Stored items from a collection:
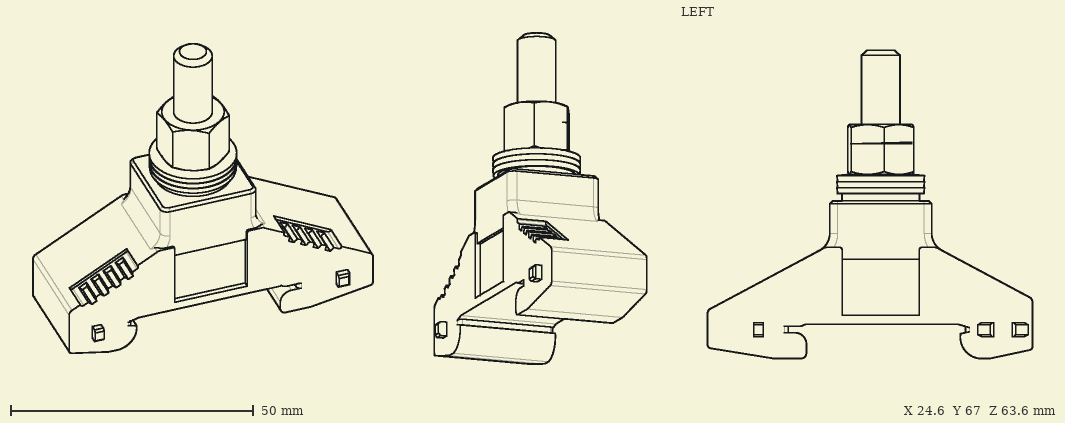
import cadquery as cq
import math


BASE_HALF_WIDTH = 10.5
LONG_END_Y = 35.7
BASE_LENGTH = 67
SHORT_END_Y = LONG_END_Y - BASE_LENGTH
SHOULDER_Z = 22.9
ROOF_EDGE_Y = 11.45
ROOF_ANGLE = 28.1
SHOULDER_RADIUS = 1.7
ROOF_END_RADIUS = 1.2
FOOT_END_RADIUS = 0.8

SEAT_Z = 7.05
SLOT_TOP_Z = 6.6
SLOT_BOTTOM_Z = 5.35
LONG_FOOT_TIP_Y = 15.3
LONG_FOOT_FLAT_Y = 22.05
LONG_FOOT_END_Z = 2.2
LONG_SLOT_END_Y = 19.0
LONG_SLOT_RAMP_Y = (15.5, 16.5)
LONG_FOOT_TIP_RADIUS = 2.4
LONG_FOOT_CORNER_RADIUS = 1.2
SHORT_FOOT_TIP_Y = -16.4
SHORT_FOOT_TIP_Z = 5.15
SHORT_FOOT_ROUND_END_Y = -20.25
SHORT_FOOT_ROUND_MID = (-17.55, 1.4)
SHORT_FOOT_FLAT_Y = -22.5
SHORT_FOOT_END_Z = 1.9
SHORT_SLOT_END_Y = -17.4
SHORT_SLOT_RAMP_Y = -15.95
SLOT_FLARE_RADIUS = 0.8

NECK_HALF_X = 10.05
NECK_HALF_Y = 10.5
NECK_TOP_Z = 32.5
NECK_CORNER_RADIUS = 1.6
NECK_TOP_CHAMFER = 0.6
NECK_FOOT_RADIUS = 4.0

RECESS_HALF_Y = 8.0
RECESS_BOTTOM_Z = 8.9
RECESS_STEP_Z = 20.5
RECESS_DEPTH = 1.2
RECESS_CORNER_RADIUS = 0.5

GRILLE_MID_Y = 22.5
GRILLE_LENGTH_Y = 12.6
GRILLE_START_X = 4.2
GRILLE_DEPTH = 0.7
GRILLE_END_RADIUS = 0.5
GRILLE_SLOT_START_X = 5.0
GRILLE_SLOT_COUNT = 4
GRILLE_SLOT_PITCH_Y = 2.7
GRILLE_SLOT_WIDTH_Y = 1.7
GRILLE_SLOT_DEPTH = 1.0
GRILLE_SLOT_DRAFT = 20

PEG_SPAN_X = 24.6
PEG_REACH = PEG_SPAN_X / 2 - BASE_HALF_WIDTH
PEG_BOTTOM_Z = 4.5
PEG_TOP_Z = 7.45
PEG_MID_Y = 25.2
PEG_WIDTH = 1.95
PEG_CHAMFER = 0.5
HOOK_WIDTH = 3.2
HOOK_NEAR_Y = 23.25
HOOK_FAR_Y = 27.15
HOOK_TIP_FLAT = 0.7
HOOK_CHAMFER = 0.5
CATCH_NEAR_Y = 27.55
CATCH_WIDTH = 2.55

STUD_RADIUS = 8.0 / 2
STUD_TOP_Z = 63.6
STUD_CHAMFER_RADIAL = 1.2
STUD_CHAMFER_HEIGHT = 1.1
COLLAR_RADIUS = 16.0 / 2

WASHER_COUNT = 3
WASHER_RIM_RADIUS = 9.05
WASHER_STACK_HEIGHT = 3.75
WASHER_PITCH = WASHER_STACK_HEIGHT / WASHER_COUNT
WASHER_SLOPE = 6
WASHER_RIM_BOTTOM_Z = 34.0

NUT_CORNER_RADIUS = 7.5
NUT_TURN = 5.4
NUT_TOP_Z = 48.25
NUT_BOTTOM_Z = 37.9
NUT_FACE_RADIUS = 6.4
NUT_CHAMFER_ANGLE = 30
NUT_SLOT_Z = 44.2
NUT_SLOT_HEIGHT = 0.4
NUT_SLOT_END_X = -3.4

ROOF_SLOPE = math.tan(math.radians(ROOF_ANGLE))
WASHER_RISE = math.tan(math.radians(WASHER_SLOPE))


def roof_z(distance_y):
    """Height of the sloping roof at a distance from the stud axis, on either side."""
    return SHOULDER_Z - (distance_y - ROOF_EDGE_Y) * ROOF_SLOPE


def cone_z(radius, rim_z):
    """Height, at a radius, of a washer cone that passes through its rim radius at rim_z."""
    return rim_z + (WASHER_RIM_RADIUS - radius) * WASHER_RISE


def box_between(x_range, y_range, z_range):
    """Box between the given limits."""
    size = [high - low for low, high in (x_range, y_range, z_range)]
    return cq.Workplane("XY").box(*size, centered=False).translate((x_range[0], y_range[0], z_range[0]))


def near(y, z):
    """Selects edges, on either side, whose middle lies at a point of the base profile."""
    margin = 0.01
    reach = BASE_HALF_WIDTH + margin
    return cq.selectors.BoxSelector((-reach, y - margin, z - margin), (reach, y + margin, z + margin))


def base_body():
    """Extruded base with two sloping roofs and two feet that clip on a rail."""
    profile = (
        cq.Workplane("YZ")
        .moveTo(-ROOF_EDGE_Y, SHOULDER_Z)
        .lineTo(ROOF_EDGE_Y, SHOULDER_Z)
        .lineTo(LONG_END_Y, roof_z(LONG_END_Y))
        .lineTo(LONG_END_Y, LONG_FOOT_END_Z)
        .lineTo(LONG_FOOT_FLAT_Y, 0)
        .lineTo(LONG_FOOT_TIP_Y, 0)
        .lineTo(LONG_FOOT_TIP_Y, SLOT_BOTTOM_Z)
        .lineTo(LONG_SLOT_END_Y, SLOT_BOTTOM_Z)
        .lineTo(LONG_SLOT_END_Y, SLOT_TOP_Z)
        .lineTo(LONG_SLOT_RAMP_Y[1], SLOT_TOP_Z)
        .lineTo(LONG_SLOT_RAMP_Y[0], SEAT_Z)
        .lineTo(SHORT_SLOT_RAMP_Y, SEAT_Z)
        .lineTo(SHORT_SLOT_END_Y, SLOT_TOP_Z)
        .lineTo(SHORT_SLOT_END_Y, SLOT_BOTTOM_Z)
        .lineTo(SHORT_FOOT_TIP_Y, SHORT_FOOT_TIP_Z)
        .threePointArc(SHORT_FOOT_ROUND_MID, (SHORT_FOOT_ROUND_END_Y, 0))
        .lineTo(SHORT_FOOT_FLAT_Y, 0)
        .lineTo(SHORT_END_Y, SHORT_FOOT_END_Z)
        .lineTo(SHORT_END_Y, roof_z(-SHORT_END_Y))
        .close()
    )
    base = profile.extrude(BASE_HALF_WIDTH, both=True)
    rounded_edges = (
        (ROOF_EDGE_Y, SHOULDER_Z, SHOULDER_RADIUS),
        (-ROOF_EDGE_Y, SHOULDER_Z, SHOULDER_RADIUS),
        (LONG_END_Y, roof_z(LONG_END_Y), ROOF_END_RADIUS),
        (SHORT_END_Y, roof_z(-SHORT_END_Y), ROOF_END_RADIUS),
        (LONG_END_Y, LONG_FOOT_END_Z, FOOT_END_RADIUS),
        (SHORT_END_Y, SHORT_FOOT_END_Z, FOOT_END_RADIUS),
        (LONG_FOOT_TIP_Y, 0, LONG_FOOT_CORNER_RADIUS),
        (LONG_FOOT_TIP_Y, SLOT_BOTTOM_Z, LONG_FOOT_TIP_RADIUS),
    )
    for y, z, radius in rounded_edges:
        base = base.edges(near(y, z)).fillet(radius)
    slot_mid_z = (SLOT_TOP_Z + SLOT_BOTTOM_Z) / 2
    for y in (LONG_SLOT_END_Y, SHORT_SLOT_END_Y):
        base = base.edges(near(y, slot_mid_z)).edges("|Z").fillet(SLOT_FLARE_RADIUS)
    return base


def neck_block():
    """Block on top of the base, flaring into both roofs through concave rounds."""
    half_turn = math.radians(90 - ROOF_ANGLE) / 2
    tangent = NECK_FOOT_RADIUS * math.tan(half_turn)
    round_top_z = roof_z(NECK_HALF_Y) + tangent
    round_end_y = NECK_HALF_Y + tangent * math.cos(math.radians(ROOF_ANGLE))
    mid_y = NECK_HALF_Y + NECK_FOOT_RADIUS * (1 - math.cos(half_turn))
    mid_z = round_top_z - NECK_FOOT_RADIUS * math.sin(half_turn)
    profile = (
        cq.Workplane("YZ")
        .moveTo(-NECK_HALF_Y, NECK_TOP_Z)
        .lineTo(NECK_HALF_Y, NECK_TOP_Z)
        .lineTo(NECK_HALF_Y, round_top_z)
        .threePointArc((mid_y, mid_z), (round_end_y, roof_z(round_end_y)))
        .lineTo(round_end_y, RECESS_STEP_Z)
        .lineTo(-round_end_y, RECESS_STEP_Z)
        .lineTo(-round_end_y, roof_z(round_end_y))
        .threePointArc((-mid_y, mid_z), (-NECK_HALF_Y, round_top_z))
        .close()
    )
    neck = profile.extrude(NECK_HALF_X, both=True)
    neck = neck.edges("|Z").edges(">Z").fillet(NECK_CORNER_RADIUS)
    return neck.faces(">Z").edges().chamfer(NECK_TOP_CHAMFER)


def side_recess(side):
    """Cutter for the recess in one long side: shallow beside the neck, deeper below it."""
    outer = side * BASE_HALF_WIDTH
    neck_face = side * NECK_HALF_X
    floor = side * (BASE_HALF_WIDTH - RECESS_DEPTH)
    y_range = (-RECESS_HALF_Y, RECESS_HALF_Y)
    shallow = box_between(sorted((neck_face, outer)), y_range, (RECESS_BOTTOM_Z, SHOULDER_Z))
    deep = box_between(sorted((floor, outer)), y_range, (RECESS_BOTTOM_Z, RECESS_STEP_Z))
    return shallow.union(deep)


def grille(direction):
    """Cutter for a shallow roof recess with a row of drafted slots; direction is the sign of its Y."""
    cos_roof = math.cos(math.radians(ROOF_ANGLE))
    sin_roof = math.sin(math.radians(ROOF_ANGLE))
    outer_x = BASE_HALF_WIDTH
    half_length = GRILLE_LENGTH_Y / cos_roof / 2
    pitch = GRILLE_SLOT_PITCH_Y / cos_roof
    half_width = GRILLE_SLOT_WIDTH_Y / cos_roof / 2
    floor_half_width = half_width - GRILLE_SLOT_DEPTH * math.tan(math.radians(GRILLE_SLOT_DRAFT))
    floor_level = -GRILLE_DEPTH - GRILLE_SLOT_DEPTH
    section = cq.Workplane(
        cq.Plane(
            origin=(outer_x, direction * GRILLE_MID_Y, roof_z(GRILLE_MID_Y)),
            xDir=(0, cos_roof, -direction * sin_roof),
            normal=(1, 0, 0),
        )
    )
    half_floor = half_length - GRILLE_END_RADIUS
    round_start = GRILLE_END_RADIUS - GRILLE_DEPTH
    cutter = (
        section.moveTo(half_length, 0)
        .lineTo(-half_length, 0)
        .lineTo(-half_length, round_start)
        .radiusArc((-half_floor, -GRILLE_DEPTH), -GRILLE_END_RADIUS)
        .lineTo(half_floor, -GRILLE_DEPTH)
        .radiusArc((half_length, round_start), -GRILLE_END_RADIUS)
        .close()
        .extrude(GRILLE_START_X - outer_x)
    )
    for index in range(GRILLE_SLOT_COUNT):
        mid = (index - (GRILLE_SLOT_COUNT - 1) / 2) * pitch
        slot = (
            section.moveTo(mid - half_width, -GRILLE_DEPTH)
            .lineTo(mid - floor_half_width, floor_level)
            .lineTo(mid + floor_half_width, floor_level)
            .lineTo(mid + half_width, -GRILLE_DEPTH)
            .close()
            .extrude(GRILLE_SLOT_START_X - outer_x)
        )
        cutter = cutter.union(slot)
    return cutter


def peg(side):
    """Rectangular locating peg with chamfered tip edges."""
    root = side * BASE_HALF_WIDTH
    tip = root + side * PEG_REACH
    mid_y = -side * PEG_MID_Y
    y_range = (mid_y - PEG_WIDTH / 2, mid_y + PEG_WIDTH / 2)
    body = box_between(sorted((root, tip)), y_range, (PEG_BOTTOM_Z, PEG_TOP_Z))
    return body.faces(">X" if side > 0 else "<X").edges("|Y").chamfer(PEG_CHAMFER)


def snap_hook(straight_y, direction):
    """Wedge hook on the -X side, straight at one Y, with a ramp running away in the given direction."""
    root = -BASE_HALF_WIDTH
    tip = root - PEG_REACH
    hook = (
        cq.Workplane("XY", origin=(0, 0, PEG_BOTTOM_Z))
        .moveTo(root, straight_y)
        .lineTo(tip + HOOK_CHAMFER, straight_y)
        .lineTo(tip, straight_y + direction * HOOK_TIP_FLAT)
        .lineTo(root, straight_y + direction * HOOK_WIDTH)
        .close()
        .extrude(PEG_TOP_Z - PEG_BOTTOM_Z)
    )
    ramp_mid_y = straight_y + direction * (HOOK_WIDTH + HOOK_TIP_FLAT) / 2
    ramp_mid = ((root + tip) / 2, ramp_mid_y, (PEG_BOTTOM_Z + PEG_TOP_Z) / 2)
    ramp_face = cq.selectors.NearestToPointSelector(ramp_mid)
    return hook.faces(ramp_face).edges("#Z").chamfer(HOOK_CHAMFER)


def catch():
    """Straight catch on the +X side with three chamfered tip edges."""
    tip = BASE_HALF_WIDTH + PEG_REACH
    body = box_between(
        (BASE_HALF_WIDTH, tip),
        (CATCH_NEAR_Y, CATCH_NEAR_Y + CATCH_WIDTH),
        (PEG_BOTTOM_Z, PEG_TOP_Z),
    )
    return body.faces(">X").edges("|Y or >Y").chamfer(PEG_CHAMFER)


def stud():
    """Round stud on a wider collar, moulded into the neck."""
    collar_height = cone_z(COLLAR_RADIUS, WASHER_RIM_BOTTOM_Z) - NECK_TOP_Z
    collar = cq.Workplane("XY", origin=(0, 0, NECK_TOP_Z)).circle(COLLAR_RADIUS).extrude(collar_height)
    rod = cq.Workplane("XY", origin=(0, 0, NECK_TOP_Z)).circle(STUD_RADIUS).extrude(STUD_TOP_Z - NECK_TOP_Z)
    rod = rod.faces(">Z").chamfer(STUD_CHAMFER_HEIGHT, STUD_CHAMFER_RADIAL)
    return collar.union(rod)


def make_housing():
    """Base, neck and stud in one piece, with side recesses, grilles, pegs and hooks."""
    housing = base_body()
    for side in (-1, 1):
        housing = housing.cut(side_recess(side))
    for y in (-RECESS_HALF_Y, RECESS_HALF_Y):
        housing = housing.edges(near(y, SHOULDER_Z)).fillet(RECESS_CORNER_RADIUS)
    housing = housing.union(neck_block())
    for side in (-1, 1):
        housing = housing.cut(grille(side)).union(peg(side))
    housing = housing.union(snap_hook(-HOOK_NEAR_Y, 1)).union(snap_hook(-HOOK_FAR_Y, -1)).union(catch())
    return housing.union(stud())


def make_washer(index):
    """Conical spring washer with its rim square to the cone, at its place in the stack."""
    bottom_z = WASHER_RIM_BOTTOM_Z + index * WASHER_PITCH
    top_z = bottom_z + WASHER_PITCH
    bottom_radius = WASHER_RIM_RADIUS - WASHER_PITCH * WASHER_RISE
    return (
        cq.Workplane("XZ")
        .moveTo(STUD_RADIUS, cone_z(STUD_RADIUS, bottom_z))
        .lineTo(bottom_radius, cone_z(bottom_radius, bottom_z))
        .lineTo(WASHER_RIM_RADIUS, top_z)
        .lineTo(STUD_RADIUS, cone_z(STUD_RADIUS, top_z))
        .close()
        .revolve(360, (0, 0), (0, 1))
    )


def make_nut():
    """Hexagon lock nut with chamfered corners and a wedge slot across one side."""
    height = NUT_TOP_Z - NUT_BOTTOM_Z
    corner_drop = (NUT_CORNER_RADIUS - NUT_FACE_RADIUS) * math.tan(math.radians(NUT_CHAMFER_ANGLE))
    hexagon = (
        cq.Workplane("XY", origin=(0, 0, NUT_BOTTOM_Z))
        .polygon(6, 2 * NUT_CORNER_RADIUS)
        .extrude(height)
        .rotate((0, 0, 0), (0, 0, 1), NUT_TURN)
    )
    rounded = (
        cq.Workplane("XZ")
        .moveTo(STUD_RADIUS, NUT_BOTTOM_Z)
        .lineTo(NUT_FACE_RADIUS, NUT_BOTTOM_Z)
        .lineTo(NUT_CORNER_RADIUS, NUT_BOTTOM_Z + corner_drop)
        .lineTo(NUT_CORNER_RADIUS, NUT_TOP_Z - corner_drop)
        .lineTo(NUT_FACE_RADIUS, NUT_TOP_Z)
        .lineTo(STUD_RADIUS, NUT_TOP_Z)
        .close()
        .revolve(360, (0, 0), (0, 1))
    )
    slot = (
        cq.Workplane("YZ", origin=(NUT_SLOT_END_X, 0, 0))
        .moveTo(NUT_CORNER_RADIUS, NUT_SLOT_Z)
        .lineTo(-NUT_CORNER_RADIUS, NUT_SLOT_Z)
        .lineTo(-NUT_CORNER_RADIUS, NUT_SLOT_Z + NUT_SLOT_HEIGHT)
        .close()
        .extrude(-NUT_CORNER_RADIUS)
    )
    return hexagon.intersect(rounded).cut(slot)


housing = make_housing()
washers = [make_washer(index) for index in range(WASHER_COUNT)]
nut = make_nut().cut(washers[-1])

result = cq.Compound.makeCompound([housing.val(), *[washer.val() for washer in washers], nut.val()])

(WHAT YOU SHOULD DO): Retype only the lines above between the line with "SLOT_BOTTOM_Z = 5.35" and the line with "NUT_SLOT_END_X = -3.4", counting those two lines as well, and keep every character as it is.

(EXERCISE OUTPUT):
SLOT_BOTTOM_Z = 5.35
LONG_FOOT_TIP_Y = 15.3
LONG_FOOT_FLAT_Y = 22.05
LONG_FOOT_END_Z = 2.2
LONG_SLOT_END_Y = 19.0
LONG_SLOT_RAMP_Y = (15.5, 16.5)
LONG_FOOT_TIP_RADIUS = 2.4
LONG_FOOT_CORNER_RADIUS = 1.2
SHORT_FOOT_TIP_Y = -16.4
SHORT_FOOT_TIP_Z = 5.15
SHORT_FOOT_ROUND_END_Y = -20.25
SHORT_FOOT_ROUND_MID = (-17.55, 1.4)
SHORT_FOOT_FLAT_Y = -22.5
SHORT_FOOT_END_Z = 1.9
SHORT_SLOT_END_Y = -17.4
SHORT_SLOT_RAMP_Y = -15.95
SLOT_FLARE_RADIUS = 0.8

NECK_HALF_X = 10.05
NECK_HALF_Y = 10.5
NECK_TOP_Z = 32.5
NECK_CORNER_RADIUS = 1.6
NECK_TOP_CHAMFER = 0.6
NECK_FOOT_RADIUS = 4.0

RECESS_HALF_Y = 8.0
RECESS_BOTTOM_Z = 8.9
RECESS_STEP_Z = 20.5
RECESS_DEPTH = 1.2
RECESS_CORNER_RADIUS = 0.5

GRILLE_MID_Y = 22.5
GRILLE_LENGTH_Y = 12.6
GRILLE_START_X = 4.2
GRILLE_DEPTH = 0.7
GRILLE_END_RADIUS = 0.5
GRILLE_SLOT_START_X = 5.0
GRILLE_SLOT_COUNT = 4
GRILLE_SLOT_PITCH_Y = 2.7
GRILLE_SLOT_WIDTH_Y = 1.7
GRILLE_SLOT_DEPTH = 1.0
GRILLE_SLOT_DRAFT = 20

PEG_SPAN_X = 24.6
PEG_REACH = PEG_SPAN_X / 2 - BASE_HALF_WIDTH
PEG_BOTTOM_Z = 4.5
PEG_TOP_Z = 7.45
PEG_MID_Y = 25.2
PEG_WIDTH = 1.95
PEG_CHAMFER = 0.5
HOOK_WIDTH = 3.2
HOOK_NEAR_Y = 23.25
HOOK_FAR_Y = 27.15
HOOK_TIP_FLAT = 0.7
HOOK_CHAMFER = 0.5
CATCH_NEAR_Y = 27.55
CATCH_WIDTH = 2.55

STUD_RADIUS = 8.0 / 2
STUD_TOP_Z = 63.6
STUD_CHAMFER_RADIAL = 1.2
STUD_CHAMFER_HEIGHT = 1.1
COLLAR_RADIUS = 16.0 / 2

WASHER_COUNT = 3
WASHER_RIM_RADIUS = 9.05
WASHER_STACK_HEIGHT = 3.75
WASHER_PITCH = WASHER_STACK_HEIGHT / WASHER_COUNT
WASHER_SLOPE = 6
WASHER_RIM_BOTTOM_Z = 34.0

NUT_CORNER_RADIUS = 7.5
NUT_TURN = 5.4
NUT_TOP_Z = 48.25
NUT_BOTTOM_Z = 37.9
NUT_FACE_RADIUS = 6.4
NUT_CHAMFER_ANGLE = 30
NUT_SLOT_Z = 44.2
NUT_SLOT_HEIGHT = 0.4
NUT_SLOT_END_X = -3.4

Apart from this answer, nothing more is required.